L'histoire :
Au début des années 50, la France se lance dans une politique de remembrement. Il s'agit de réorganiser l'économie des terres pour les rendre cultivables par les engins et plus rentables par la massification. En Loire-Atlantique, à Fégréac, 2000 habitants, les parcelles font en moyenne 0,2 ha. Quasiment chaque famille possède des arbres fruitiers, des pommiers surtout, qui leur procurent environ un quart de leurs revenus. Le maire de la commune lance ses administrés dans le remembrement, avec pour objectif de redistribuer les terres et créer des parcelles plus grandes, plus efficaces. Les ingénieurs se heurtent à la difficulté de la géographie locale, avec des bocages, des haies, des petits vergers isolés. Le choix est fait de tout raser. Les voies de recours sont fermées aux habitants qui refusent le remembrement. Les recours n'étant pas suspensifs, ils voient leurs vergers et leurs champs détruits. Des manifestations se créent, des oppositions violemment réprimées par les autorités. Le député de la circonscription, Jean Guitton, porte le débat à l'assemblée, mais on lui oppose le mépris centralisateur. Des vies vont être brisées, mais ce n'est pas le problème de l'état et du « progrès »...
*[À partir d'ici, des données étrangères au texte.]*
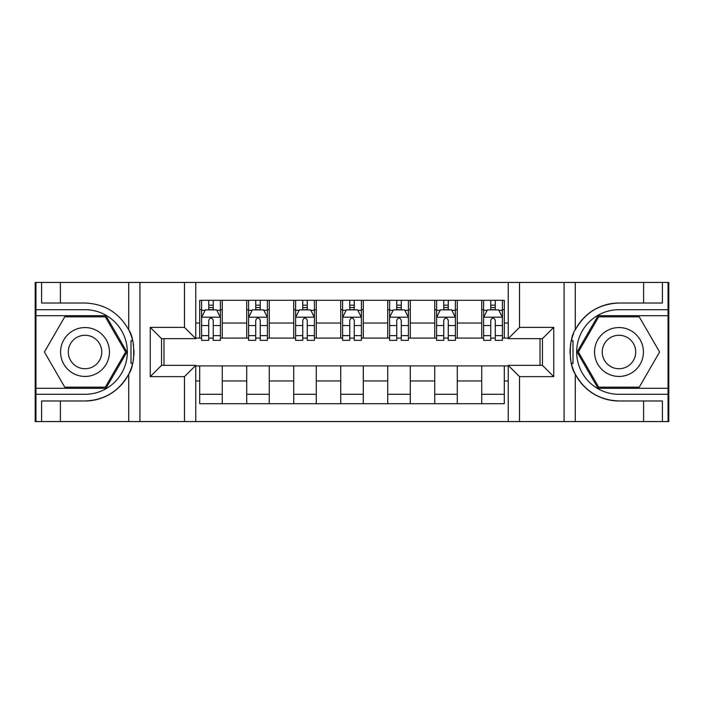 <?xml version="1.0" encoding="UTF-8"?>
<svg xmlns="http://www.w3.org/2000/svg" width="704" height="704" viewBox="0 0 704 704"><rect width="100%" height="100%" fill="white"/><g stroke="black" fill="none" stroke-linecap="round" stroke-linejoin="round"><path stroke-width="1.06" d="M668.052 388.282L668.052 421.564L668.8 421.564L668.8 282.436L668.052 282.436L668.052 315.718L598.03 315.718L577.078 352L598.03 388.282L668.052 388.282L668.052 315.718M195.765 421.564L508.235 421.564L508.235 365.35L542.458 365.35L542.458 338.65L508.235 338.65L508.235 282.436L195.765 282.436L195.765 338.65L161.542 338.65L161.542 365.35L195.765 365.35L195.765 421.564L60.394 421.564L60.394 400.981L85.026 400.981A48.981 48.981 0 0 0 132.607 363.581L130.988 363.29L132.678 363.29A48.981 48.981 0 0 0 133.584 358.371M35.948 315.718L35.948 282.436L35.2 282.436L35.2 421.564L35.948 421.564L35.948 388.282L105.97 388.282L126.922 352L105.97 315.718L35.948 315.718L35.948 388.282M195.765 365.913L199.707 365.913L199.707 403.7L504.293 403.7L504.293 365.913L508.235 365.913M199.707 380.952L195.765 380.952M195.765 323.048L199.707 323.048L199.707 338.087L195.765 338.087M508.235 338.087L504.293 338.087L504.293 300.3L199.707 300.3L199.707 323.048M504.293 323.048L508.235 323.048M508.235 380.952L504.293 380.952M163.988 338.65L163.988 365.35M481.73 300.3L481.73 338.087L483.604 338.087M490.75 338.087L495.264 338.087M502.41 338.087L504.293 338.087M481.73 338.087L455.409 338.087M434.729 300.3L434.729 338.087L436.603 338.087M443.749 338.087L448.263 338.087M434.729 338.087L408.399 338.087M387.719 300.3L387.719 338.087L389.602 338.087M396.748 338.087L401.262 338.087M387.719 338.087L361.398 338.087M340.718 300.3L340.718 338.087L342.602 338.087M349.747 338.087L354.253 338.087M340.718 338.087L314.398 338.087M293.718 300.3L293.718 338.087L295.601 338.087M302.738 338.087L307.252 338.087M293.718 338.087L267.397 338.087M246.717 300.3L246.717 338.087L248.591 338.087M255.737 338.087L260.251 338.087M246.717 338.087L220.396 338.087M199.707 338.087L201.59 338.087M208.736 338.087L213.25 338.087M540.012 365.35L540.012 338.65M199.707 365.913L222.27 365.913L222.27 403.7M504.293 365.913L222.27 365.913M222.27 300.3L222.27 338.087M199.707 309.698L201.59 309.698M208.736 309.698L213.25 309.698M220.396 309.698L222.27 309.698M199.707 394.302L222.27 394.302M246.717 365.913L246.717 403.7M269.271 300.3L269.271 338.087M246.717 309.698L248.591 309.698M255.737 309.698L260.251 309.698M267.397 309.698L269.271 309.698M269.271 365.913L269.271 403.7M246.717 394.302L269.271 394.302M293.718 365.913L293.718 403.7M316.281 365.913L316.281 403.7M293.718 394.302L316.281 394.302M316.281 300.3L316.281 338.087M293.718 309.698L295.601 309.698M302.738 309.698L307.252 309.698M314.398 309.698L316.281 309.698M340.718 365.913L340.718 403.7M363.282 365.913L363.282 403.7M340.718 394.302L363.282 394.302M363.282 300.3L363.282 338.087M340.718 309.698L342.602 309.698M349.747 309.698L354.253 309.698M361.398 309.698L363.282 309.698M387.719 365.913L387.719 403.7M410.282 365.913L410.282 403.7M387.719 394.302L410.282 394.302M410.282 300.3L410.282 338.087M387.719 309.698L389.602 309.698M396.748 309.698L401.262 309.698M408.399 309.698L410.282 309.698M434.729 365.913L434.729 403.7M457.283 365.913L457.283 403.7M434.729 394.302L457.283 394.302M457.283 300.3L457.283 338.087M434.729 309.698L436.603 309.698M443.749 309.698L448.263 309.698M455.409 309.698L457.283 309.698M481.73 365.913L481.73 403.7M481.73 394.302L504.293 394.302M481.73 309.698L483.604 309.698M490.75 309.698L495.264 309.698M502.41 309.698L504.293 309.698M213.25 305.184L208.736 305.184M220.396 335.632L213.25 335.632L213.25 340.34L220.396 340.34L220.396 317.407L216.63 309.883L205.348 309.883L201.59 317.407L201.59 340.34L208.736 340.34L208.736 335.632L201.59 335.632M201.59 317.407L201.59 300.3M220.396 317.407L220.396 300.3M208.736 309.883L208.736 300.3M213.25 300.3L213.25 309.883M213.25 335.632L213.25 320.223C211.746 317.328 210.241 317.328 208.736 320.223L208.736 335.632M133.584 345.638A48.981 48.981 0 0 0 132.686 340.736L130.997 340.736L130.988 363.29M130.997 340.736L132.616 340.446A48.981 48.981 0 0 0 128.735 329.912C119.178 312.796 104.614 303.829 85.026 303.019L60.394 303.019L60.394 282.436L35.948 282.436M85.026 400.981C104.614 400.171 119.178 391.204 128.735 374.088C135.379 365.323 135.388 338.686 128.735 329.912L128.735 282.436L60.394 282.436M184.483 421.564L184.483 376.631L150.26 376.631L150.26 327.369L184.483 327.369L184.483 282.436L139.929 282.436L139.929 421.564M35.948 394.302L85.026 394.302A42.302 42.302 0 0 0 127.327 352A42.302 42.302 0 0 0 85.026 309.698L35.948 309.698M60.394 421.564L35.948 421.564M128.735 282.436L139.929 282.436M184.483 282.436L195.765 282.436M60.394 400.981L41.589 400.981L41.589 421.564M60.394 303.019L41.589 303.019L41.589 282.436M184.483 376.631L195.765 365.35M150.26 376.631L161.542 365.35M150.26 327.369L161.542 338.65M184.483 327.369L195.765 338.65M133.822 356.206L133.998 352.158M133.998 351.85L133.971 350.275M133.487 344.934L133.232 343.332M508.235 282.436L643.606 282.436L643.606 303.019L618.974 303.019A48.981 48.981 0 0 0 575.265 329.912C568.621 338.677 568.612 365.314 575.265 374.088C584.822 391.204 599.386 400.171 618.974 400.981A48.981 48.981 0 0 1 571.384 363.554L573.003 363.554L573.012 340.71L571.322 340.71A48.981 48.981 0 0 0 570.416 345.629M570.416 358.362A48.981 48.981 0 0 0 571.314 363.264L573.003 363.264M573.54 333.714A48.981 48.981 0 0 0 571.393 340.419L573.012 340.71M618.974 303.019C599.386 303.829 584.822 312.796 575.265 329.912L575.265 282.436M618.974 400.981L643.606 400.981L643.606 421.564L668.052 421.564M519.517 282.436L519.517 327.369L553.74 327.369L553.74 376.631L519.517 376.631L519.517 421.564L564.071 421.564L564.071 282.436M575.265 374.088L575.265 421.564L643.606 421.564M668.052 309.698L618.974 309.698A42.302 42.302 0 0 0 576.673 352A42.302 42.302 0 0 0 618.974 394.302L668.052 394.302M643.606 282.436L668.052 282.436M575.265 421.564L564.071 421.564M519.517 421.564L508.235 421.564M643.606 303.019L662.411 303.019L662.411 282.436M643.606 400.981L662.411 400.981L662.411 421.564M519.517 327.369L508.235 338.65M553.74 327.369L542.458 338.65M553.74 376.631L542.458 365.35M519.517 376.631L508.235 365.35M570.178 347.794L570.002 351.842M570.002 352.15L570.029 353.725M570.513 359.066L570.768 360.668M260.251 305.184L255.737 305.184M267.397 335.632L260.251 335.632L260.251 340.34L267.397 340.34L267.397 317.407L263.63 309.883L252.358 309.883L248.591 317.407L248.591 340.34L255.737 340.34L255.737 335.632L248.591 335.632M248.591 317.407L248.591 300.3M267.397 317.407L267.397 300.3M255.737 309.883L255.737 300.3M260.251 300.3L260.251 309.883M260.251 335.632L260.251 320.223C258.746 317.328 257.242 317.328 255.737 320.223L255.737 335.632M307.252 305.184L302.738 305.184M314.398 335.632L307.252 335.632L307.252 340.34L314.398 340.34L314.398 317.407L310.64 309.883L299.358 309.883L295.601 317.407L295.601 340.34L302.738 340.34L302.738 335.632L295.601 335.632M295.601 317.407L295.601 300.3M314.398 317.407L314.398 300.3M302.738 309.883L302.738 300.3M307.252 300.3L307.252 309.883M307.252 335.632L307.252 320.223C305.747 317.328 304.251 317.328 302.738 320.223L302.738 335.632M354.253 305.184L349.747 305.184M361.398 335.632L354.253 335.632L354.253 340.34L361.398 340.34L361.398 317.407L357.641 309.883L346.359 309.883L342.602 317.407L342.602 340.34L349.747 340.34L349.747 335.632L342.602 335.632M342.602 317.407L342.602 300.3M361.398 317.407L361.398 300.3M349.747 309.883L349.747 300.3M354.253 300.3L354.253 309.883M354.253 335.632L354.253 320.223C352.757 317.328 351.252 317.328 349.747 320.223L349.747 335.632M401.262 305.184L396.748 305.184M408.399 335.632L401.262 335.632L401.262 340.34L408.399 340.34L408.399 317.407L404.642 309.883L393.36 309.883L389.602 317.407L389.602 340.34L396.748 340.34L396.748 335.632L389.602 335.632M389.602 317.407L389.602 300.3M408.399 317.407L408.399 300.3M396.748 309.883L396.748 300.3M401.262 300.3L401.262 309.883M401.262 335.632L401.262 320.223C399.758 317.328 398.253 317.328 396.748 320.223L396.748 335.632M72.802 330.836A24.438 24.438 0 0 0 63.853 364.223A24.438 24.438 0 0 0 97.24 373.164A24.438 24.438 0 0 0 106.19 339.777A24.438 24.438 0 0 0 72.802 330.836M76.657 337.506A16.729 16.729 0 0 0 70.532 360.369A16.729 16.729 0 0 0 93.386 366.494A16.729 16.729 0 0 0 99.51 343.631A16.729 16.729 0 0 0 76.657 337.506M125.62 352L105.318 387.156L64.724 387.156L44.422 352L64.724 316.844L105.318 316.844L125.62 352M606.76 373.164A24.438 24.438 0 0 0 640.147 364.223A24.438 24.438 0 0 0 631.198 330.836A24.438 24.438 0 0 0 597.81 339.777A24.438 24.438 0 0 0 606.76 373.164M610.614 366.494A16.729 16.729 0 0 0 633.468 360.369A16.729 16.729 0 0 0 627.343 337.506A16.729 16.729 0 0 0 604.49 343.631A16.729 16.729 0 0 0 610.614 366.494M598.682 316.844L639.276 316.844L659.578 352L639.276 387.156L598.682 387.156L578.38 352L598.682 316.844M448.263 305.184L443.749 305.184M455.409 335.632L448.263 335.632L448.263 340.34L455.409 340.34L455.409 317.407L451.642 309.883L440.37 309.883L436.603 317.407L436.603 340.34L443.749 340.34L443.749 335.632L436.603 335.632M436.603 317.407L436.603 300.3M455.409 317.407L455.409 300.3M443.749 309.883L443.749 300.3M448.263 300.3L448.263 309.883M448.263 335.632L448.263 320.223C446.758 317.328 445.254 317.328 443.749 320.223L443.749 335.632M495.264 305.184L490.75 305.184M502.41 335.632L495.264 335.632L495.264 340.34L502.41 340.34L502.41 317.407L498.652 309.883L487.37 309.883L483.604 317.407L483.604 340.34L490.75 340.34L490.75 335.632L483.604 335.632M483.604 317.407L483.604 300.3M502.41 317.407L502.41 300.3M490.75 309.883L490.75 300.3M495.264 300.3L495.264 309.883M495.264 335.632L495.264 320.223C493.759 317.328 492.263 317.328 490.75 320.223L490.75 335.632M246.717 380.952L222.27 380.952M246.717 323.048L222.27 323.048M293.718 323.048L269.271 323.048M293.718 380.952L269.271 380.952M340.718 323.048L316.281 323.048M340.718 380.952L316.281 380.952M387.719 323.048L363.282 323.048M387.719 380.952L363.282 380.952M434.729 323.048L410.282 323.048M434.729 380.952L410.282 380.952M481.73 323.048L457.283 323.048M481.73 380.952L457.283 380.952M220.299 317.214L201.687 317.214M201.59 310.341L205.128 310.341M216.858 310.341L220.396 310.341M208.736 325.547L201.59 325.547M220.396 325.547L213.25 325.547M213.25 307.578L208.736 307.578M128.735 421.564L128.735 374.088M267.3 317.214L248.688 317.214M248.591 310.341L252.129 310.341M263.859 310.341L267.397 310.341M255.737 325.547L248.591 325.547M267.397 325.547L260.251 325.547M260.251 307.578L255.737 307.578M314.301 317.214L295.689 317.214M295.601 310.341L299.13 310.341M310.86 310.341L314.398 310.341M302.738 325.547L295.601 325.547M314.398 325.547L307.252 325.547M307.252 307.578L302.738 307.578M361.31 317.214L342.69 317.214M342.602 310.341L346.13 310.341M357.87 310.341L361.398 310.341M349.747 325.547L342.602 325.547M361.398 325.547L354.253 325.547M354.253 307.578L349.747 307.578M408.311 317.214L389.699 317.214M389.602 310.341L393.14 310.341M404.87 310.341L408.399 310.341M396.748 325.547L389.602 325.547M408.399 325.547L401.262 325.547M401.262 307.578L396.748 307.578M455.312 317.214L436.7 317.214M436.603 310.341L440.141 310.341M451.871 310.341L455.409 310.341M443.749 325.547L436.603 325.547M455.409 325.547L448.263 325.547M448.263 307.578L443.749 307.578M502.313 317.214L483.701 317.214M483.604 310.341L487.142 310.341M498.872 310.341L502.41 310.341M490.75 325.547L483.604 325.547M502.41 325.547L495.264 325.547M495.264 307.578L490.75 307.578"/></g></svg>

Ce qu'on en pense sur la planète BD :
Après leur précédente enquête, Les Algues Vertes, Inès Léraud et Pierre Van Hove s'intéressent au plus grand plan social du XXème siècle : le remembrement. Politique à marche forcée pour le déploiement de l'agriculture intensive de l'après-guerre, le remembrement a consisté à regrouper les terres afin de les adapter à la mécanisation, d'augmenter la production, et de transformer la France en puissance agricole mondiale. L'objectif a été atteint, mais on a vu depuis le Covid et la guerre en Ukraine que la destruction des paysages ruraux et de la biodiversité, la massification de l'exode rural et la transformation en profondeur du tissu social paysan ont créé une agriculture mondialisée, mais qui peine à nourrir les français dans les régions. Comme pour le démantèlement des trains régionaux, la disparition des tramways urbains, la désindustrialisation, les gouvernements doivent trouver des solutions désormais pour revenir en arrière et aider une agriculture de proximité en souffrance. Inès Léraud pointe les luttes et les souffrances des humains, l’aridité du cœur des gouvernements et des administrations. La ligne claire de Van Hove est au service du propos, probablement un peu trop, mais c’est le problème de ces BD de sciences sociales, extrêmement riches, documentées, très intéressantes et fouillées, mais dures à lire. Le sujet est passionnant, l’enquête aboutie, et les lecteurs devraient s’enrichir humainement et politiquement en lisant cette BD.